Data shown ::
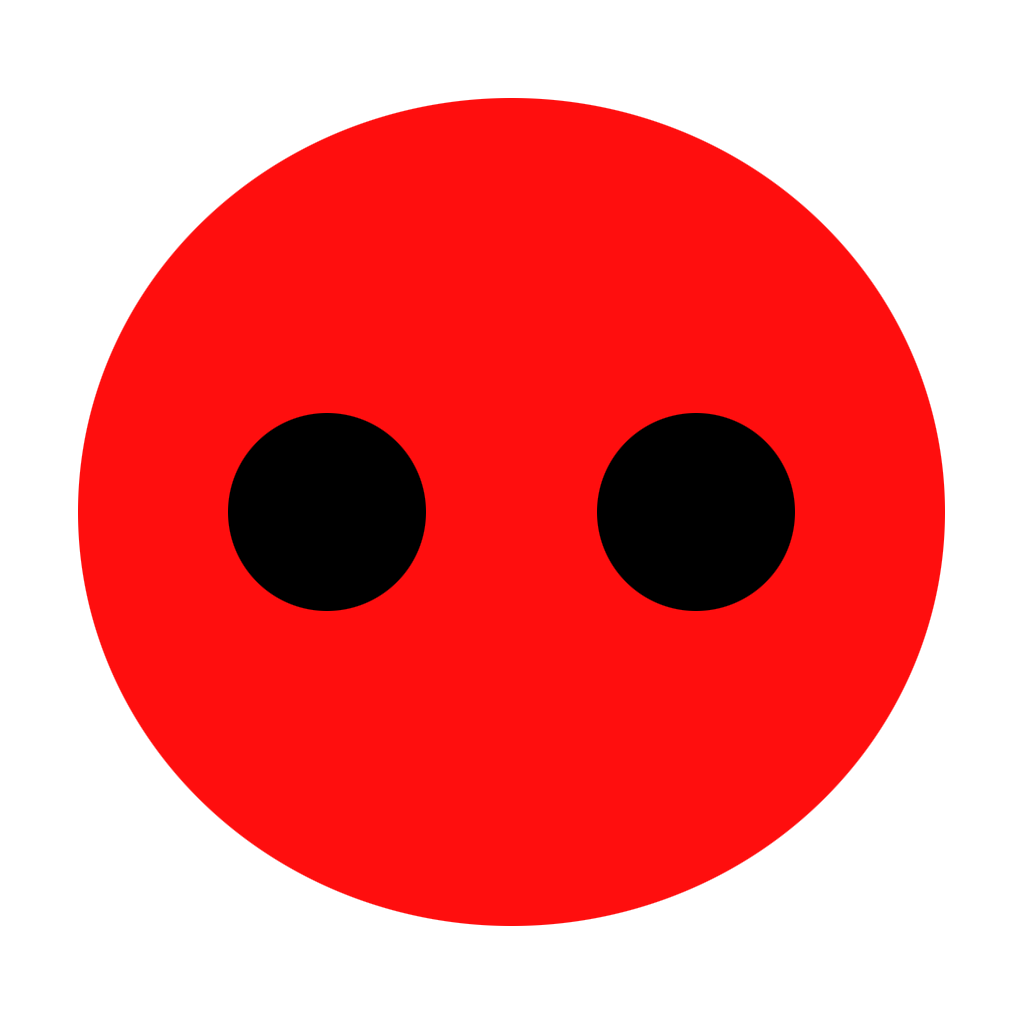
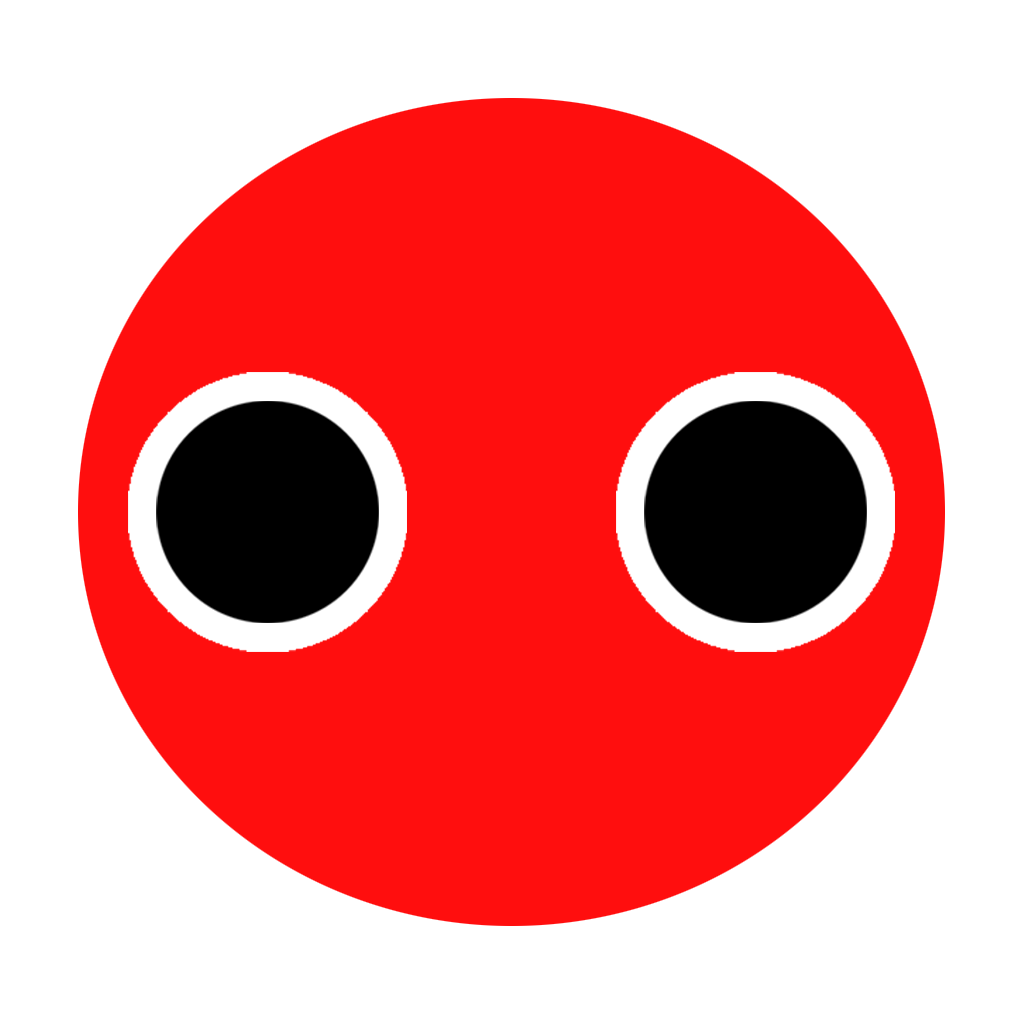
The second w=1024, h=1024 image is a revision of the first. Changes to its layers:
added layer "图层 2 拷贝 3" above "图层 2 拷贝" over [644, 401, 867, 623]
painted on "图层 2 拷贝" over [597, 372, 895, 652]
added layer "图层 2 拷贝 2" above "图层 2" over [156, 401, 379, 623]
painted on "图层 2" over [128, 372, 426, 652]
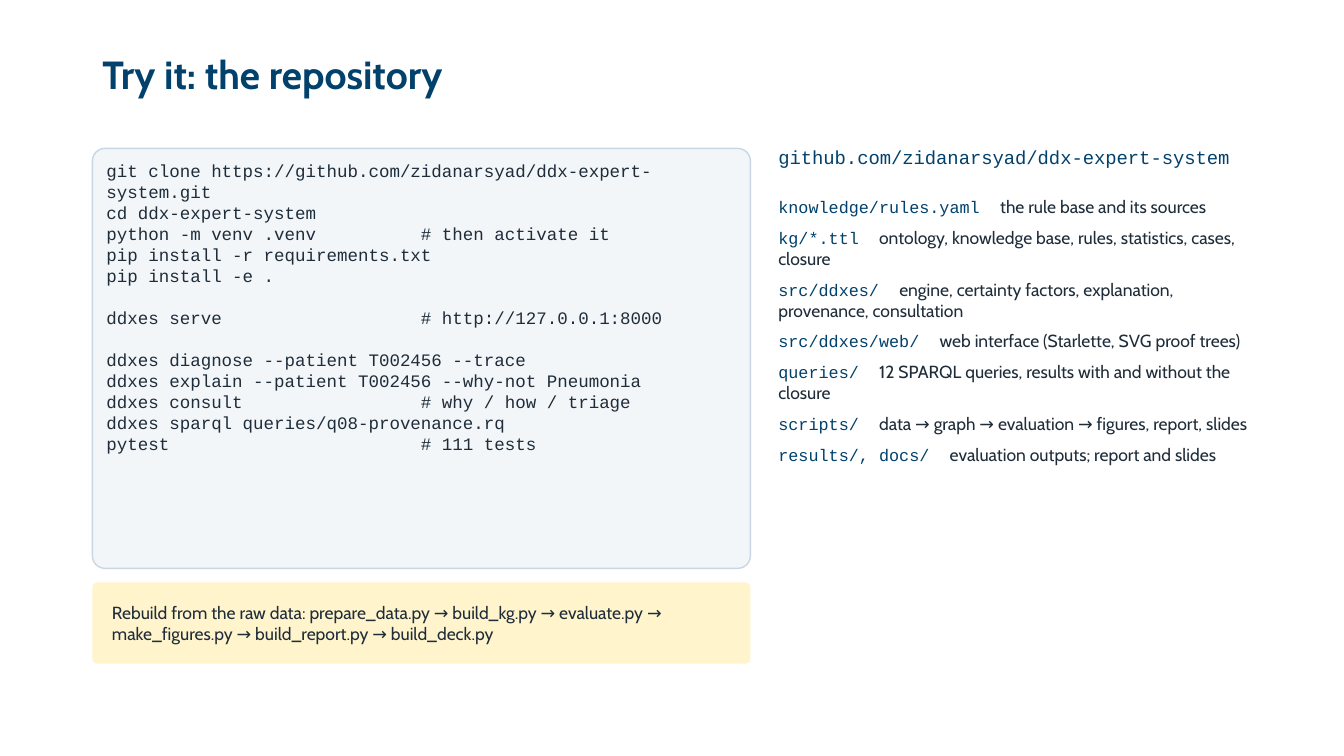
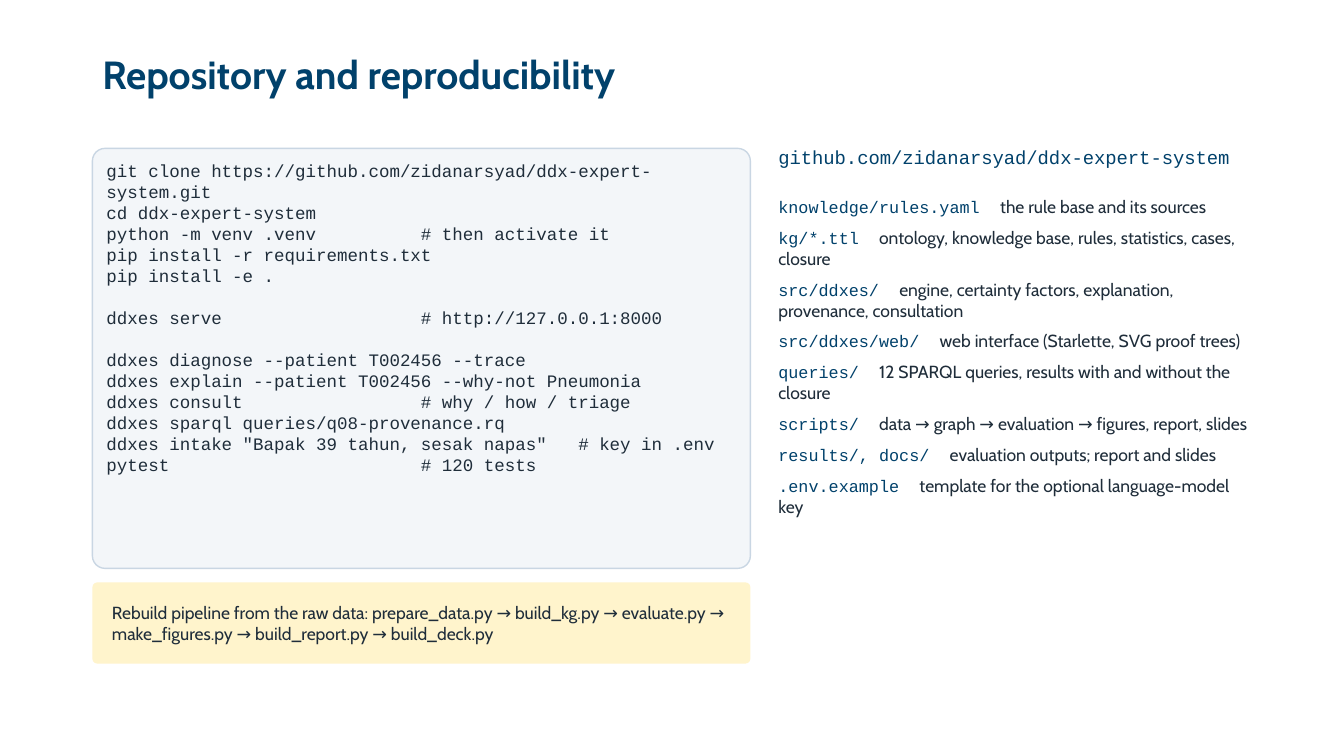
Before and after one commit to zidanarsyad/ddx-expert-system, a slide deck: slide 24 of docs/slides.pptx. Drawn at 1344x756 pixels with LibreOffice and Linux fonts; fonts in the diff are those of the drawing; background and template pictures are left out. Boxes give left, top, right and bottom in pixels: in the first picture for what was removed or moved away, otherwise in the second. Text is boxed around its words. In the diff, an @@ line names an element or a change of style, - is before the commit and + after.

```diff
--- a/docs/slides.pptx
+++ b/docs/slides.pptx
@@ title at [102, 59, 615, 99]: text changed @@
-Try it: the repository
+Repository and reproducibility
@@ text at [106, 437, 715, 475]: text changed @@
-pytest # 111 tests
+ddxes intake "Bapak 39 tahun, sesak napas" # key in .env
+pytest # 120 tests
@@ text at [919, 479, 1229, 496]: paragraph added @@
+.env.example template for the optional language-model key
@@ text at [112, 606, 706, 645]: text changed @@
-Rebuild from the raw data: prepare_data.py → build_kg.py → evaluate.py → make_figures.py → build_report.py → build_deck.py
+Rebuild pipeline from the raw data: prepare_data.py → build_kg.py → evaluate.py → make_figures.py → build_report.py → build_deck.py
```
Also in this commit, not shown: 14 other slides changed, 27 other files.

Exercise description :: Output all the records, word for word, with no pictures in the copy.

Answer below ::
The second w=1024, h=1024 image is a revision of the first. Changes to its layers:
added layer "图层 2 拷贝 3" above "图层 2 拷贝" over [644, 401, 867, 623]
painted on "图层 2 拷贝" over [597, 372, 895, 652]
added layer "图层 2 拷贝 2" above "图层 2" over [156, 401, 379, 623]
painted on "图层 2" over [128, 372, 426, 652]
Before and after one commit to zidanarsyad/ddx-expert-system, a slide deck: slide 24 of docs/slides.pptx. Drawn at 1344x756 pixels with LibreOffice and Linux fonts; fonts in the diff are those of the drawing; background and template pictures are left out. Boxes give left, top, right and bottom in pixels: in the first picture for what was removed or moved away, otherwise in the second. Text is boxed around its words. In the diff, an @@ line names an element or a change of style, - is before the commit and + after.

```diff
--- a/docs/slides.pptx
+++ b/docs/slides.pptx
@@ title at [102, 59, 615, 99]: text changed @@
-Try it: the repository
+Repository and reproducibility
@@ text at [106, 437, 715, 475]: text changed @@
-pytest # 111 tests
+ddxes intake "Bapak 39 tahun, sesak napas" # key in .env
+pytest # 120 tests
@@ text at [919, 479, 1229, 496]: paragraph added @@
+.env.example template for the optional language-model key
@@ text at [112, 606, 706, 645]: text changed @@
-Rebuild from the raw data: prepare_data.py → build_kg.py → evaluate.py → make_figures.py → build_report.py → build_deck.py
+Rebuild pipeline from the raw data: prepare_data.py → build_kg.py → evaluate.py → make_figures.py → build_report.py → build_deck.py
```
Also in this commit, not shown: 14 other slides changed, 27 other files.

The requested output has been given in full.